Anne Mueller
Dame Anne Elisabeth Mueller, DCB (15 October 1930 – 8 July 2000) was a British civil servant and academic. She was Second Permanent Secretary at the Cabinet Office from 1984 to 1987 and then at HM Treasury from 1987 to 1990. She was Chancellor of De Montfort University from 1991 until 1995.
She was the first woman to become a Permanent Secretary at HM Treasury; the second was Sharon White in 2013. An obituary in The Guardian described her as "the most successful woman civil servant of her generation".[1]
Early and private life
She was born in Bombay. Her father Herbert Constantin Mueller (1891-1952) was a German businessman and her mother Phoebe Ann (née Beevers) (1901-1973) was an English teacher. Her parents met and married in India. They lived in Slovenia in the last 1930s, where they ran a vineyard.

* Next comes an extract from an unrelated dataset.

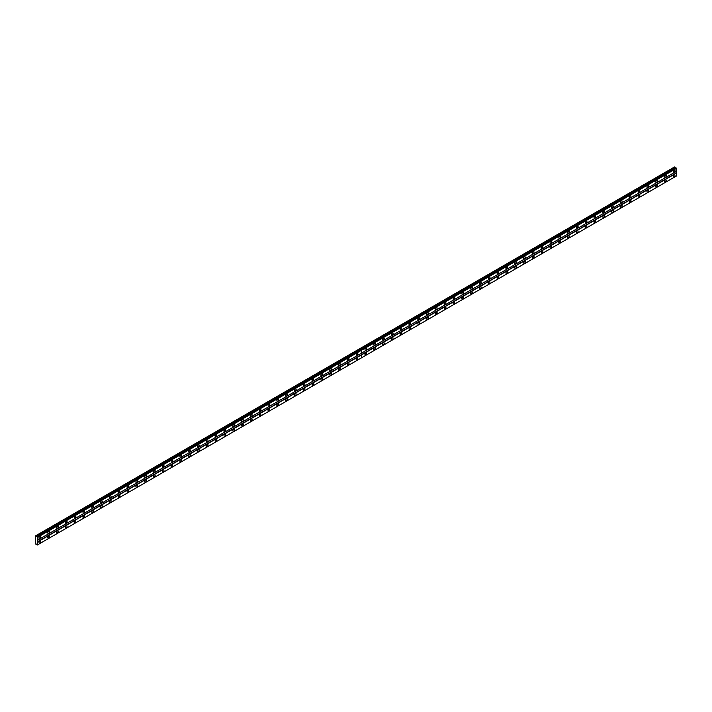 <?xml version="1.0" encoding="UTF-8"?>
<svg xmlns="http://www.w3.org/2000/svg" width="712" height="712" viewBox="0 0 712 712"><rect width="100%" height="100%" fill="white"/><g stroke="black" fill="none" stroke-linecap="round" stroke-linejoin="round"><path stroke-width="1.07" d="M356.988 355.306A1.166 0.676 120 0 0 357.753 354.282A1.166 0.676 120 0 0 357.575 353.339A1.166 0.676 120 0 0 356.988 353.401A1.166 0.676 120 0 0 356.231 354.434A1.166 0.676 120 0 0 356.409 355.368A1.166 0.676 120 0 0 356.988 355.306M348.177 360.397A1.166 0.676 120 0 0 348.942 359.364A1.166 0.676 120 0 0 348.764 358.43A1.166 0.676 120 0 0 348.177 358.492A1.166 0.676 120 0 0 347.42 359.515A1.166 0.676 120 0 0 347.598 360.45A1.166 0.676 120 0 0 348.177 360.397M339.366 365.478A1.166 0.676 120 0 0 340.131 364.455A1.166 0.676 120 0 0 339.953 363.52A1.166 0.676 120 0 0 339.366 363.574A1.166 0.676 120 0 0 338.609 364.606A1.166 0.676 120 0 0 338.787 365.541A1.166 0.676 120 0 0 339.366 365.478M330.555 370.569A1.166 0.676 120 0 0 331.32 369.537A1.166 0.676 120 0 0 331.142 368.602A1.166 0.676 120 0 0 330.555 368.665A1.166 0.676 120 0 0 329.798 369.688A1.166 0.676 120 0 0 329.976 370.632A1.166 0.676 120 0 0 330.555 370.569M321.744 375.66A1.166 0.676 120 0 0 322.509 374.628A1.166 0.676 120 0 0 322.331 373.693A1.166 0.676 120 0 0 321.744 373.747A1.166 0.676 120 0 0 320.987 374.779A1.166 0.676 120 0 0 321.165 375.714A1.166 0.676 120 0 0 321.744 375.66M312.933 380.742A1.166 0.676 120 0 0 313.698 379.719A1.166 0.676 120 0 0 313.52 378.775A1.166 0.676 120 0 0 312.933 378.837A1.166 0.676 120 0 0 312.168 379.87A1.166 0.676 120 0 0 312.354 380.804A1.166 0.676 120 0 0 312.933 380.742M304.122 385.833A1.166 0.676 120 0 0 304.887 384.8A1.166 0.676 120 0 0 304.709 383.866A1.166 0.676 120 0 0 304.122 383.919A1.166 0.676 120 0 0 303.357 384.952A1.166 0.676 120 0 0 303.543 385.886A1.166 0.676 120 0 0 304.122 385.833M295.311 390.915A1.166 0.676 120 0 0 296.076 389.891A1.166 0.676 120 0 0 295.898 388.957A1.166 0.676 120 0 0 295.311 389.01A1.166 0.676 120 0 0 294.546 390.043A1.166 0.676 120 0 0 294.732 390.977A1.166 0.676 120 0 0 295.311 390.915M286.5 396.005A1.166 0.676 120 0 0 287.265 394.973A1.166 0.676 120 0 0 287.087 394.039A1.166 0.676 120 0 0 286.5 394.101A1.166 0.676 120 0 0 285.735 395.124A1.166 0.676 120 0 0 285.921 396.059A1.166 0.676 120 0 0 286.5 396.005M277.689 401.096A1.166 0.676 120 0 0 278.454 400.064A1.166 0.676 120 0 0 278.276 399.129A1.166 0.676 120 0 0 277.689 399.183A1.166 0.676 120 0 0 276.923 400.215A1.166 0.676 120 0 0 277.102 401.15A1.166 0.676 120 0 0 277.689 401.096M268.878 406.178A1.166 0.676 120 0 0 269.643 405.146A1.166 0.676 120 0 0 269.465 404.211A1.166 0.676 120 0 0 268.878 404.274A1.166 0.676 120 0 0 268.113 405.297A1.166 0.676 120 0 0 268.291 406.24A1.166 0.676 120 0 0 268.878 406.178M260.067 411.269A1.166 0.676 120 0 0 260.832 410.237A1.166 0.676 120 0 0 260.654 409.302A1.166 0.676 120 0 0 260.067 409.356A1.166 0.676 120 0 0 259.302 410.388A1.166 0.676 120 0 0 259.48 411.322A1.166 0.676 120 0 0 260.067 411.269M251.256 416.351A1.166 0.676 120 0 0 252.021 415.327A1.166 0.676 120 0 0 251.843 414.384A1.166 0.676 120 0 0 251.256 414.446A1.166 0.676 120 0 0 250.49 415.479A1.166 0.676 120 0 0 250.668 416.413A1.166 0.676 120 0 0 251.256 416.351M242.445 421.442A1.166 0.676 120 0 0 243.21 420.409A1.166 0.676 120 0 0 243.032 419.475A1.166 0.676 120 0 0 242.445 419.537A1.166 0.676 120 0 0 241.68 420.561A1.166 0.676 120 0 0 241.858 421.495A1.166 0.676 120 0 0 242.445 421.442M233.634 426.533A1.166 0.676 120 0 0 234.399 425.5A1.166 0.676 120 0 0 234.221 424.566A1.166 0.676 120 0 0 233.634 424.619A1.166 0.676 120 0 0 232.868 425.651A1.166 0.676 120 0 0 233.047 426.586A1.166 0.676 120 0 0 233.634 426.533M224.823 431.614A1.166 0.676 120 0 0 225.588 430.582A1.166 0.676 120 0 0 225.41 429.647A1.166 0.676 120 0 0 224.823 429.71A1.166 0.676 120 0 0 224.058 430.733A1.166 0.676 120 0 0 224.236 431.677A1.166 0.676 120 0 0 224.823 431.614M216.012 436.705A1.166 0.676 120 0 0 216.777 435.673A1.166 0.676 120 0 0 216.599 434.738A1.166 0.676 120 0 0 216.012 434.792A1.166 0.676 120 0 0 215.246 435.824A1.166 0.676 120 0 0 215.425 436.759A1.166 0.676 120 0 0 216.012 436.705M207.201 441.787A1.166 0.676 120 0 0 207.966 440.764A1.166 0.676 120 0 0 207.779 439.82A1.166 0.676 120 0 0 207.201 439.882A1.166 0.676 120 0 0 206.435 440.915A1.166 0.676 120 0 0 206.614 441.849A1.166 0.676 120 0 0 207.201 441.787M198.39 446.878A1.166 0.676 120 0 0 199.155 445.846A1.166 0.676 120 0 0 198.968 444.911A1.166 0.676 120 0 0 198.39 444.973A1.166 0.676 120 0 0 197.625 445.997A1.166 0.676 120 0 0 197.803 446.931A1.166 0.676 120 0 0 198.39 446.878M189.579 451.96A1.166 0.676 120 0 0 190.344 450.936A1.166 0.676 120 0 0 190.157 450.002A1.166 0.676 120 0 0 189.579 450.055A1.166 0.676 120 0 0 188.814 451.088A1.166 0.676 120 0 0 188.992 452.022A1.166 0.676 120 0 0 189.579 451.96M180.768 457.051A1.166 0.676 120 0 0 181.533 456.018A1.166 0.676 120 0 0 181.346 455.084A1.166 0.676 120 0 0 180.768 455.146A1.166 0.676 120 0 0 180.002 456.169A1.166 0.676 120 0 0 180.18 457.113A1.166 0.676 120 0 0 180.768 457.051M171.957 462.141A1.166 0.676 120 0 0 172.713 461.109A1.166 0.676 120 0 0 172.535 460.174A1.166 0.676 120 0 0 171.957 460.228A1.166 0.676 120 0 0 171.191 461.26A1.166 0.676 120 0 0 171.37 462.195A1.166 0.676 120 0 0 171.957 462.141M163.146 467.223A1.166 0.676 120 0 0 163.902 466.2A1.166 0.676 120 0 0 163.724 465.256A1.166 0.676 120 0 0 163.146 465.319A1.166 0.676 120 0 0 162.38 466.351A1.166 0.676 120 0 0 162.559 467.286A1.166 0.676 120 0 0 163.146 467.223M154.335 472.314A1.166 0.676 120 0 0 155.091 471.282A1.166 0.676 120 0 0 154.913 470.347A1.166 0.676 120 0 0 154.335 470.401A1.166 0.676 120 0 0 153.57 471.433A1.166 0.676 120 0 0 153.748 472.368A1.166 0.676 120 0 0 154.335 472.314M145.524 477.396A1.166 0.676 120 0 0 146.28 476.373A1.166 0.676 120 0 0 146.102 475.438A1.166 0.676 120 0 0 145.524 475.491A1.166 0.676 120 0 0 144.758 476.524A1.166 0.676 120 0 0 144.936 477.458A1.166 0.676 120 0 0 145.524 477.396M136.713 482.487A1.166 0.676 120 0 0 137.469 481.454A1.166 0.676 120 0 0 137.291 480.52A1.166 0.676 120 0 0 136.713 480.582A1.166 0.676 120 0 0 135.947 481.606A1.166 0.676 120 0 0 136.125 482.54A1.166 0.676 120 0 0 136.713 482.487M127.902 487.578A1.166 0.676 120 0 0 128.658 486.545A1.166 0.676 120 0 0 128.48 485.611A1.166 0.676 120 0 0 127.902 485.664A1.166 0.676 120 0 0 127.136 486.697A1.166 0.676 120 0 0 127.315 487.631A1.166 0.676 120 0 0 127.902 487.578M119.091 492.659A1.166 0.676 120 0 0 119.847 491.627A1.166 0.676 120 0 0 119.669 490.693A1.166 0.676 120 0 0 119.091 490.755A1.166 0.676 120 0 0 118.325 491.778A1.166 0.676 120 0 0 118.504 492.722A1.166 0.676 120 0 0 119.091 492.659M110.28 497.75A1.166 0.676 120 0 0 111.036 496.718A1.166 0.676 120 0 0 110.858 495.783A1.166 0.676 120 0 0 110.28 495.837A1.166 0.676 120 0 0 109.514 496.869A1.166 0.676 120 0 0 109.692 497.804A1.166 0.676 120 0 0 110.28 497.75M101.46 502.832A1.166 0.676 120 0 0 102.225 501.809A1.166 0.676 120 0 0 102.047 500.865A1.166 0.676 120 0 0 101.46 500.928A1.166 0.676 120 0 0 100.704 501.96A1.166 0.676 120 0 0 100.882 502.894A1.166 0.676 120 0 0 101.46 502.832M92.649 507.923A1.166 0.676 120 0 0 93.414 506.891A1.166 0.676 120 0 0 93.236 505.956A1.166 0.676 120 0 0 92.649 506.018A1.166 0.676 120 0 0 91.892 507.042A1.166 0.676 120 0 0 92.071 507.976A1.166 0.676 120 0 0 92.649 507.923M83.838 513.014A1.166 0.676 120 0 0 84.603 511.981A1.166 0.676 120 0 0 84.425 511.047A1.166 0.676 120 0 0 83.838 511.1A1.166 0.676 120 0 0 83.081 512.133A1.166 0.676 120 0 0 83.26 513.067A1.166 0.676 120 0 0 83.838 513.014M75.027 518.096A1.166 0.676 120 0 0 75.792 517.063A1.166 0.676 120 0 0 75.614 516.129A1.166 0.676 120 0 0 75.027 516.191A1.166 0.676 120 0 0 74.27 517.215A1.166 0.676 120 0 0 74.449 518.158A1.166 0.676 120 0 0 75.027 518.096M66.216 523.187A1.166 0.676 120 0 0 66.981 522.154A1.166 0.676 120 0 0 66.803 521.22A1.166 0.676 120 0 0 66.216 521.273A1.166 0.676 120 0 0 65.459 522.305A1.166 0.676 120 0 0 65.638 523.24A1.166 0.676 120 0 0 66.216 523.187M57.405 528.268A1.166 0.676 120 0 0 58.17 527.245A1.166 0.676 120 0 0 57.992 526.302A1.166 0.676 120 0 0 57.405 526.364A1.166 0.676 120 0 0 56.648 527.396A1.166 0.676 120 0 0 56.827 528.331A1.166 0.676 120 0 0 57.405 528.268M48.594 533.359A1.166 0.676 120 0 0 49.359 532.327A1.166 0.676 120 0 0 49.181 531.392A1.166 0.676 120 0 0 48.594 531.455A1.166 0.676 120 0 0 47.837 532.478A1.166 0.676 120 0 0 48.016 533.413A1.166 0.676 120 0 0 48.594 533.359M39.783 538.441A1.166 0.676 120 0 0 40.548 537.418A1.166 0.676 120 0 0 40.37 536.483A1.166 0.676 120 0 0 39.783 536.537A1.166 0.676 120 0 0 39.026 537.569A1.166 0.676 120 0 0 39.204 538.503A1.166 0.676 120 0 0 39.783 538.441M356.988 359.889A1.166 0.676 120 0 0 357.753 358.857A1.166 0.676 120 0 0 357.575 357.922A1.166 0.676 120 0 0 356.988 357.976A1.166 0.676 120 0 0 356.231 359.008A1.166 0.676 120 0 0 356.409 359.943A1.166 0.676 120 0 0 356.988 359.889M348.177 364.971A1.166 0.676 120 0 0 348.942 363.948A1.166 0.676 120 0 0 348.764 363.004A1.166 0.676 120 0 0 348.177 363.067A1.166 0.676 120 0 0 347.42 364.099A1.166 0.676 120 0 0 347.598 365.034A1.166 0.676 120 0 0 348.177 364.971M339.366 370.062A1.166 0.676 120 0 0 340.131 369.03A1.166 0.676 120 0 0 339.953 368.095A1.166 0.676 120 0 0 339.366 368.157A1.166 0.676 120 0 0 338.609 369.181A1.166 0.676 120 0 0 338.787 370.115A1.166 0.676 120 0 0 339.366 370.062M330.555 375.144A1.166 0.676 120 0 0 331.32 374.12A1.166 0.676 120 0 0 331.142 373.186A1.166 0.676 120 0 0 330.555 373.239A1.166 0.676 120 0 0 329.798 374.272A1.166 0.676 120 0 0 329.976 375.206A1.166 0.676 120 0 0 330.555 375.144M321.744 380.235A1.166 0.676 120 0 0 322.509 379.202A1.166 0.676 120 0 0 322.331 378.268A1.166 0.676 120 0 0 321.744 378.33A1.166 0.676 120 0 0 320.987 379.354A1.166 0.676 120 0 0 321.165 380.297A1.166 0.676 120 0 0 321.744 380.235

She moved to England before the war broke out, and studied at St Helen and St Katharine School, in Abingdon, and then Wakefield Girls' High School. Her mother and then her father escaped to England; her mother was interned before joining the ATS. After the war, her parents moved to a farm in Rhodesia with her brother, while she remained at school in England.[2]
She won a scholarship to Somerville College, Oxford in 1949, where she read philosophy, politics and economics.
She married fellow civil servant James Hugh Robertson in 1958. They were divorced in 1978.
Career
She joined the civil service in 1953, working as an assistant principal at the Ministry of Labour and National Service . She suffered serious injuries in a car accident in 1956, while on secondment to the Organisation for European Economic Co-operation in France. She returned to work after two years of rehabilitation, but her injuries later gave her early arthritis.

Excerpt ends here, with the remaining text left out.